I'm using a Wilcoxon signed-rank test to compare two related samples of non-normally-distributed data. The data contains some ties, so when I run the test in R, I get this warning:
wilcox.test(data$valueA, data$valueB, paired=T)
Wilcoxon signed rank test with continuity correction
data: isnapRequests$fullMean and isnapRequests$template
V = 181, p-value = 0.07691
alternative hypothesis: true location shift is not equal to 0
Warning message:
In wilcox.test.default(wilcox.test(data$valueA, data$valueB, paired=T, :
cannot compute exact p-value with zeroes
I understand why the warning is given, since the test assumes a continuous distribution and my data is discrete (analogous to survey data). I also assume that the p-value reported by R is conservative, in the sense that the ties make it more difficult to reject the null hypothesis.

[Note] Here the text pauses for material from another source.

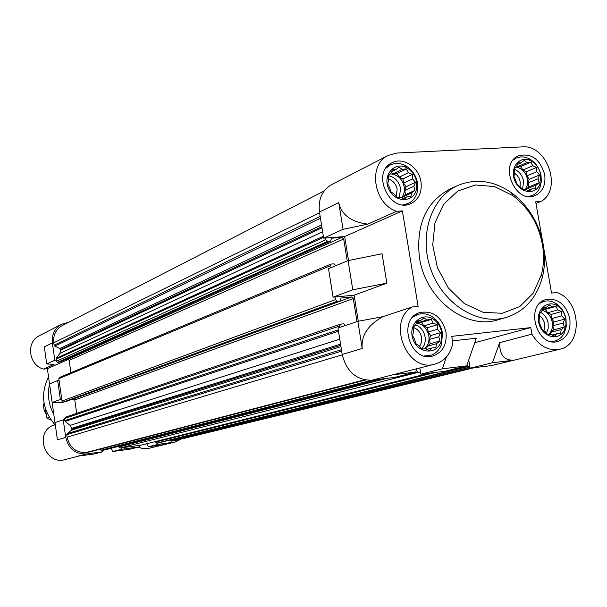 <?xml version="1.0" encoding="UTF-8"?>
<svg xmlns="http://www.w3.org/2000/svg" width="607" height="607" viewBox="0 0 607 607"><rect width="100%" height="100%" fill="white"/><g stroke="black" fill="none" stroke-linecap="round" stroke-linejoin="round"><path stroke-width="0.91" d="M441.661 332.484C440.735 327.454 438.421 323.379 434.703 320.261C423.382 310.64 407.881 323.144 412.699 338.281C416.963 353.585 436.85 355.702 441.054 341.506L441.661 332.484M437.503 329.267L440.507 332.666L438.755 336.779L440.007 340.967L436.623 343.653L435.925 347.485L431.676 348.054L429.331 350.459L425.211 348.79L421.994 349.071L418.967 345.649L415.878 343.676L414.634 339.45L412.654 335.709L413.39 331.877L413.192 327.348L415.567 324.98L417.343 320.845L420.56 320.617L423.959 317.939L427.024 319.935L431.266 319.388L433.216 323.106L437.321 324.775L437.503 329.267L428.216 332.021L430.667 335.534L440.507 332.666M565.8 318.918C564.654 313.144 561.847 308.796 557.385 305.86C546.968 299.084 535.131 310.655 539.107 323.971C542.635 337.409 558.857 341.4 564.267 330.307L565.936 324.904L565.8 318.918M561.786 315.837L564.692 319.092L563.038 323.038L564.343 327.044L561.172 329.609L560.671 333.258L556.672 333.797L554.646 336.081L550.731 334.48L547.863 334.723L544.942 331.437L542.165 329.525L539.084 321.892L539.464 313.887L541.52 311.641L543.197 307.681L546.065 307.483L549.252 304.926L552.006 306.861L555.997 306.345L557.75 309.927L561.642 311.528L561.786 315.837L551.649 318.607L553.956 321.983L564.692 319.092M540.7 174.755C539.251 167.919 535.685 163.131 530.002 160.392C519.122 155.445 509.417 168.351 514.842 180.787C519.873 193.39 535.799 195.408 539.896 184.126L540.7 174.755M536.732 171.743L539.608 174.937L537.954 178.807L539.228 182.661L536.072 185.12L535.541 188.542L531.565 188.982L529.516 191L525.632 189.361L522.748 189.354L517.065 184.027L514.008 176.447L514.569 173.025L514.417 168.678L516.496 166.697L518.158 162.805L521.049 162.866L524.22 160.415L526.982 162.539L530.958 162.107L532.718 165.794L536.58 167.426L536.732 171.743L526.929 175.893L529.221 179.293L539.608 174.937M416.668 182.077C415.4 175.635 412.077 170.87 406.713 167.782C394.398 160.87 382.084 175.438 388.837 189.209C395.096 203.208 414.035 202.844 416.569 188.876L416.668 182.077M412.563 178.928L415.537 182.267L413.784 186.303L415.006 190.325L411.645 192.889L410.916 196.471L406.69 196.934L404.323 199.05L400.233 197.351L397.001 197.351L394.011 193.99L390.908 191.804L389.702 187.753L387.714 183.906L388.48 180.325L388.275 175.795L390.673 173.716L392.441 169.656L395.673 169.702L399.057 167.145L402.13 169.353L406.349 168.898L408.306 172.729L412.373 174.429L412.563 178.928L403.617 183.185L406.053 186.721L415.537 182.267M528.333 196.493L532.066 195.591C535.753 194.043 538.417 191.228 540.071 187.131L541.323 181.637L541.049 175.696C539.282 167.35 534.926 161.508 527.984 158.161L523.742 156.985L520.366 156.94L516.382 158.01L513.135 160.073M550.632 341.422L554.76 341.035C558.85 339.935 561.991 337.34 564.184 333.235L566.217 326.642L566.058 319.335C564.662 312.286 561.24 306.975 555.784 303.386C551.771 300.981 547.719 300.336 543.637 301.451L539.904 303.197M424.24 355.922L430.143 355.505C435.72 353.828 439.559 349.951 441.676 343.873L442.404 332.864C441.289 326.725 438.459 321.748 433.922 317.939C428.815 313.994 423.466 312.825 417.874 314.434L412.699 317.271M402.919 204.794L408.185 203.504C413.01 201.183 416.076 197.123 417.388 191.326L417.51 183.026C415.954 175.165 411.91 169.353 405.355 165.582C400.081 162.919 395.02 162.729 390.172 165.028L385.84 168.314M367.842 224.12C351.225 222.041 341.521 214.863 338.744 202.579L343.046 229.317L367.842 224.12L396.515 211.297C373.442 203.808 367.652 164.512 388.154 155.422L331.483 184.718C322.059 190.31 318.053 199.415 319.464 212.025L323.637 238.134L344.662 236.555L348.517 260.524M348.084 260.615L352.781 289.789L386.856 283.158L382.053 253.756L348.084 260.615L328.516 268.696L333.061 297.187L354.101 295.199L358.297 321.255M474.75 342.72L530.791 327.59L451.752 336.354L452.875 343.114C450.531 354.177 444.559 361.173 434.953 364.117C406.956 373.13 386.371 321.346 412.259 306.96L382.888 316.657L357.857 321.331L337.978 327.977L342.204 354.473C346.559 371.742 356.453 380.323 371.886 380.202L394.687 377.417L415.704 372.061L416.766 368.806M416.387 369.989L416.516 370.771L418.284 372.319L420.507 372.053L420.863 374.216L444.779 371.294L466.646 365.877L476.328 338.198L452.503 340.876M466.829 365.376L468.316 366.241L469.75 366.067L470.106 368.199L491.488 365.581L514.121 360.118C504.273 360.748 499.455 354.92 499.667 342.652L492.398 362.758L514.121 360.118M544.031 249.841L551.535 293.052L556.869 292.521C580.96 300.116 583.335 344.92 559.662 349.268L491.488 365.581M434.953 364.117L392.509 374.876L415.704 372.061M446.312 357.075L442.336 368.828L466.646 365.877M442.336 368.828L420.863 374.216M323.637 238.134L343.046 229.317M333.061 297.187L352.781 289.789M559.662 349.268C548.387 351.157 539.137 346.127 531.922 334.169L499.667 342.652M388.154 155.422L397.084 153.032L522.263 146.879C547.157 144.269 562.742 189.559 541.034 201.448L535.7 201.812L542.408 240.455M541.034 201.448L535.981 203.436M357.857 321.331L362.22 348.471C360.983 335.663 367.872 325.056 382.888 316.657M412.259 306.96L418.117 306.376L402.373 210.902L344.662 236.555M386.856 283.158L354.101 295.199M139.291 446.881L139.086 445.447L121.643 447.776L121.855 449.218L139.291 446.881L130.019 449.18L112.796 451.487L111.066 448.285M102.864 451.752L94.055 453.998L77.817 456.176L86.414 453.953L102.864 451.752L102.659 450.303L100.921 450.189L99.776 449.263M88.766 452.124L86.209 452.496C76.012 452.776 69.646 447.67 67.111 437.169L66.762 434.711L67.18 433.626L71.489 430.166L71.793 428.322L70.139 425.386L65.215 421.417L64.638 419.657L63.242 419.824L65.723 437.344C68.47 448.725 75.367 454.264 86.414 453.953M60.359 399.436L61.747 399.277L59.076 380.399L57.688 380.559L60.359 399.436L52.156 402.517L49.531 383.928L57.688 380.559M52.361 342.925C51.603 334.518 54.653 328.304 61.512 324.282L39.372 335.724C25.714 341.923 28.582 365.285 43.522 369.109L54.069 364.397L46.716 363.95L44.311 346.87L52.361 342.925L54.82 360.27L56.208 360.126L56.276 358.305L59.926 353.403L60.601 349.45L59.903 348.509L54.789 346.149L54.099 345.208L53.75 342.78C53.044 335.011 55.874 329.267 62.233 325.557L324.138 190.977M61.512 324.282L68.341 322.416M121.855 449.218L112.796 451.487M63.682 402.009L62.081 402.593L52.156 402.517M46.716 363.95L54.82 360.27M181.326 439.036L175.241 441.987L148.085 448.52L142.698 448.581L138.214 447.147M175.241 441.987L157.873 444.4L148.366 446.722L163.936 444.627L173.64 442.291M68.333 359.382L47.376 368.692L55.275 424.756L51.527 425.993C34.25 435.143 46.413 465.432 65.017 459.605L78.819 456.039M158.753 442.807L157.668 442.973L157.873 444.4M474.386 367.675L174.945 440.583L171.227 441.168L169.778 440.098M43.522 369.109L47.376 368.692M148.366 446.722L146.674 443.747M63.242 419.824L54.987 422.586L57.415 439.832L65.723 437.344M64.638 419.657L64.471 418.489L65.419 417.191M76.702 413.352L74.79 399.967L72.954 399.004M65.45 401.743L63.272 402.054L61.997 401.022L61.747 399.277M59.076 380.399L58.833 378.662L59.486 377.455L330.906 264.128L334.017 263.802L334.935 264.614L335.178 265.942M70.913 372.683L69.152 360.376L67.893 359.336L65.252 359.61M59.881 361.984L57.642 362.318L56.368 361.279L56.208 360.126M157.668 442.973L156.606 443.11L155.309 441.593M140.9 445.181L139.086 445.447M121.643 447.776L120.027 447.989L118.684 446.327M103.987 450.098L102.659 450.303M344.715 325.724L344.541 324.616L343.623 323.812L340.618 324.161L339.639 326.012L339.852 327.355M356.992 321.627L353.282 298.598L74.79 399.967M335.003 297.005L335.428 299.638L337.257 301.239L340.14 300.943L341.058 297.984L351.468 297.005L353.282 298.598M330.906 264.128L330.033 265.912L330.36 267.937M347.227 260.964L343.699 239.037L69.152 360.376M325.572 237.99L325.853 239.727L327.681 241.351L330.618 241.093L331.49 238.202L341.885 237.42L343.699 239.037M506.223 317.431L498.097 319.768C466.001 330.314 425.34 298.925 419.467 257.717C415.818 224.613 426.122 201.645 450.394 188.807L458.118 185.363C431.213 196.987 418.39 235.744 431.069 270.016C443.406 304.411 478.149 325.838 506.223 317.431C524.6 311.437 536.649 298.052 542.362 277.27C544.919 266.959 545.245 256.245 543.356 245.137C539.099 223.088 528.515 205.667 511.618 192.867C493.878 180.636 476.04 178.132 458.118 185.363M544.676 174.505C540.002 159.034 531.3 152.797 518.575 155.787C498.226 163.685 515.373 204.726 535.177 195.568C542.772 191.789 545.936 184.771 544.676 174.505M569.783 318.478C565.838 304.289 557.932 297.976 546.05 299.555C524.463 304.691 536.573 347.91 557.825 341.453C567.067 338.084 571.058 330.428 569.783 318.478M445.978 332.006C441.782 316.922 433.125 310.42 420.006 312.499C396.758 318.69 410.066 363.335 432.996 355.975C442.86 352.272 447.184 344.283 445.978 332.006M420.985 181.804C418.989 167.266 403.04 156.667 392.046 162.752C370.46 172.373 390.081 214.225 411.106 203.482C418.898 199.308 422.191 192.085 420.985 181.804M396.515 211.297L402.373 210.902M530.791 327.59L531.922 334.169M492.398 362.758L470.106 368.199M468.725 359.943L469.75 366.067M419.847 368.017L420.507 372.053M406.053 186.721L404.823 190.484L413.784 186.303M404.823 190.484L405.522 194.703L415.006 190.325M405.522 194.703L402.691 197.009L411.645 192.889M402.691 197.009L402.289 198.239M403.116 198.572L406.69 196.934M391.485 171.781L395.673 169.702M391.151 172.563L393.268 173.716L402.13 169.353M393.268 173.716L396.955 173.511L406.349 168.898M396.955 173.511L399.391 177.054L408.306 172.729M399.391 177.054L402.919 178.974L412.373 174.429M402.919 178.974L403.617 183.185M390.476 173.883C397.661 174.52 402.244 178.845 404.224 186.835C404.854 191.22 403.921 194.9 401.424 197.874M396.143 196.44L397.168 189.285C396.014 183.974 393.086 180.56 388.389 179.027M399.307 197.366L400.597 188.542C398.928 181.311 394.846 177.039 388.359 175.719M529.221 179.293L528.143 182.897L537.954 178.807M528.143 182.897L528.841 186.941L539.228 182.661M528.841 186.941L526.261 189.149L536.072 185.12M526.261 189.149L526.125 189.589M528.06 190.416L531.565 188.982M517.422 164.459L521.049 162.866M516.603 166.424L517.255 166.796L526.982 162.539M517.255 166.796L520.647 166.606L530.958 162.107M520.647 166.606L522.946 170.006L532.718 165.794M522.946 170.006L526.231 171.857L536.58 167.426M526.231 171.857L526.929 175.893M516.132 167.031C522.096 168.359 525.897 172.487 527.536 179.399L527.506 184.786L525.579 189.361M553.956 321.983L552.878 325.739L563.038 323.038M552.878 325.739L553.592 329.851L564.343 327.044M553.592 329.851L551.019 332.249L561.172 329.609M551.019 332.249L550.374 334.51M551.968 335.011L556.672 333.797M542.87 308.394L546.065 307.483M542.339 309.616L552.006 306.861M542.309 309.691L545.336 309.373L555.997 306.345M545.336 309.373L547.651 312.757L557.75 309.927M547.651 312.757L550.936 314.494L561.642 311.528M550.936 314.494L551.649 318.607M542.081 310.23C547.446 311.823 550.837 315.807 552.264 322.173C553.015 327.469 551.717 331.642 548.379 334.685M430.667 335.534L429.445 339.457L438.755 336.779M429.445 339.457L430.158 343.752L440.007 340.967M430.158 343.752L427.328 346.263L436.623 343.653M427.328 346.263L426.38 349.291M426.713 349.427L431.676 348.054M416.933 321.748L420.56 320.617M416.713 322.226L417.821 322.787L427.024 319.935M417.821 322.787L421.516 322.4L431.266 319.388M421.516 322.4L423.967 325.921L433.216 323.106M423.967 325.921L427.51 327.727L437.321 324.775M427.51 327.727L428.216 332.021M416.341 323.091C422.935 324.07 427.093 328.288 428.83 335.732C429.566 341.309 428.072 345.687 424.346 348.873M520.1 186.425L520.176 181.781L519.304 178.815L517.308 175.529L514.561 173.086M522.635 189.24L523.568 181.061C522.323 175.302 519.273 171.379 514.417 169.307M543.971 330.807L544.722 323.895L544.388 322.438L542.476 318.447L539.479 315.488M546.467 333.213L548.189 328.562L548.159 323.281C547.165 318.326 544.699 314.714 540.776 312.423M419.619 346.43L421.478 342.28L421.592 337.462C420.484 332.272 417.684 328.933 413.192 327.446M421.782 348.85C424.65 345.641 425.75 341.642 425.075 336.832C423.845 330.883 420.697 326.892 415.62 324.844M48.53 376.879C40.214 393.981 42.384 409.968 55.047 424.832M49.546 384.087C47.217 394.671 48.651 404.831 53.841 414.581M542.4 244.477C538.409 223.808 528.5 207.488 512.665 195.507L494.462 186.569L475.402 184.983L457.746 191.068L443.649 204.24L434.923 222.997L432.723 245.069L437.404 267.71L448.383 288.052L464.264 303.538L483.005 312.279L502.27 313.303L519.706 306.603L533.28 293.135L541.467 274.576C543.864 264.925 544.176 254.887 542.4 244.477M44.038 402.995C43.112 407.001 43.825 410.719 46.193 414.149M51.208 420.234L46.914 418.193L45.191 407.957M46.914 418.193L49.319 417.358M371.886 380.202L392.509 374.876M319.464 212.025L338.744 202.579M342.204 354.473L362.22 348.471M473.361 367.796L173.427 440.872M470.425 368.161L171.227 441.168M469.955 367.258L170.241 440.72M158.655 442.837L469.78 366.218L158.548 442.852M468.316 366.241L156.606 443.11M435.644 372.41L155.384 442.116M429.415 373.168L140.687 445.234M418.284 372.319L120.027 447.989M416.516 370.771L416.091 370.877M386.75 378.389L118.775 446.98M379.337 379.292L103.744 450.159M376.606 379.625L101.741 450.424M371.712 380.225L100.921 450.189M365.422 380.043L88.523 452.192M364.45 379.853L86.209 452.496M342.265 354.814L67.111 437.169M341.673 351.112L66.762 434.711M341.453 349.731L67.18 433.626M340.959 346.665L71.489 430.166M340.739 345.3L71.907 429.088M340.557 344.154L71.793 428.322M339.768 339.199L70.139 425.386M338.494 331.21L65.215 421.417M338.281 329.874L64.774 420.628M339.639 326.012L64.471 418.489M351.468 297.005L73.523 398.936M339.966 300.981L65.215 401.826M337.257 301.239L63.272 402.054M335.428 299.638L61.997 401.022M330.033 265.912L58.833 378.662M341.885 237.42L67.893 359.336M331.49 238.202L331.073 238.384M330.39 241.146L59.585 362.113M327.681 241.351L57.642 362.318M325.853 239.727L56.368 361.279M323.516 237.367L56.072 359.154M323.341 236.298L56.276 358.305M322.62 231.768L59.926 353.403M321.991 227.83L60.708 350.216M321.809 226.699L60.601 349.45M321.528 224.931L59.903 348.509M320.458 218.224L54.789 346.149M320.17 216.426L54.099 345.208M319.586 212.784L53.75 342.78M530.002 160.392L527.984 158.161M539.896 184.126L540.071 187.131M557.385 305.86L555.784 303.386M564.267 330.307L564.184 333.235M434.703 320.261L433.922 317.939M441.054 341.506L441.676 343.873M406.713 167.782L405.355 165.582M416.569 188.876L417.388 191.326M429.49 373.161L140.794 445.212M379.421 379.284L103.865 450.136M365.452 380.043L88.645 452.162M340.618 324.161L65.207 417.237M340.14 300.943L65.336 401.796M330.618 241.093L59.744 362.076M405.173 204.863L408.185 203.504M387.22 166.515L390.172 165.028M529.638 196.569L532.066 195.591M513.992 159.08L516.382 158.01M552.082 341.711L554.76 341.035M540.996 302.225L543.637 301.451M426.774 356.408L430.143 355.505M414.558 315.488L417.874 314.434M512.665 195.507L511.618 192.867M541.467 274.576L542.362 277.27"/></g></svg>

I read on this forum that one way around this problem is to jitter
the data and run multiple trials to estimate what the p-value would be without these ties:
ps <- sapply(1:1000, function(i) {
wilcox.test($valueA, jitter(data$valueB, amount=0.001), paired=T)$p.value
})
mean(ps < 0.05)
# 0.877, so 88% of trials were significant at 0.05
mean(ps)
# 0.03291361 is the average p-value over 1000 trials
This seems to be sufficient evidence that the null hypothesis should be rejected, but I'm not very familiar with this process, so I have three questions:
- Is this procedure acceptable and is my interpretation reasonable? I'm not trying to "p-hack", but I also want to report the difference if it's real.
- This process seems difficult to report in a scientific paper. Is there a commonly accepted way of describing this procedure that won't raise eyebrows?
- How would you report the test? As an averaged p-value? Would you also average test statistics? And then you have the SD of the p-value as well... This seems messy.
If there's a better way to approach this, I'm open to suggestions as well. Thanks!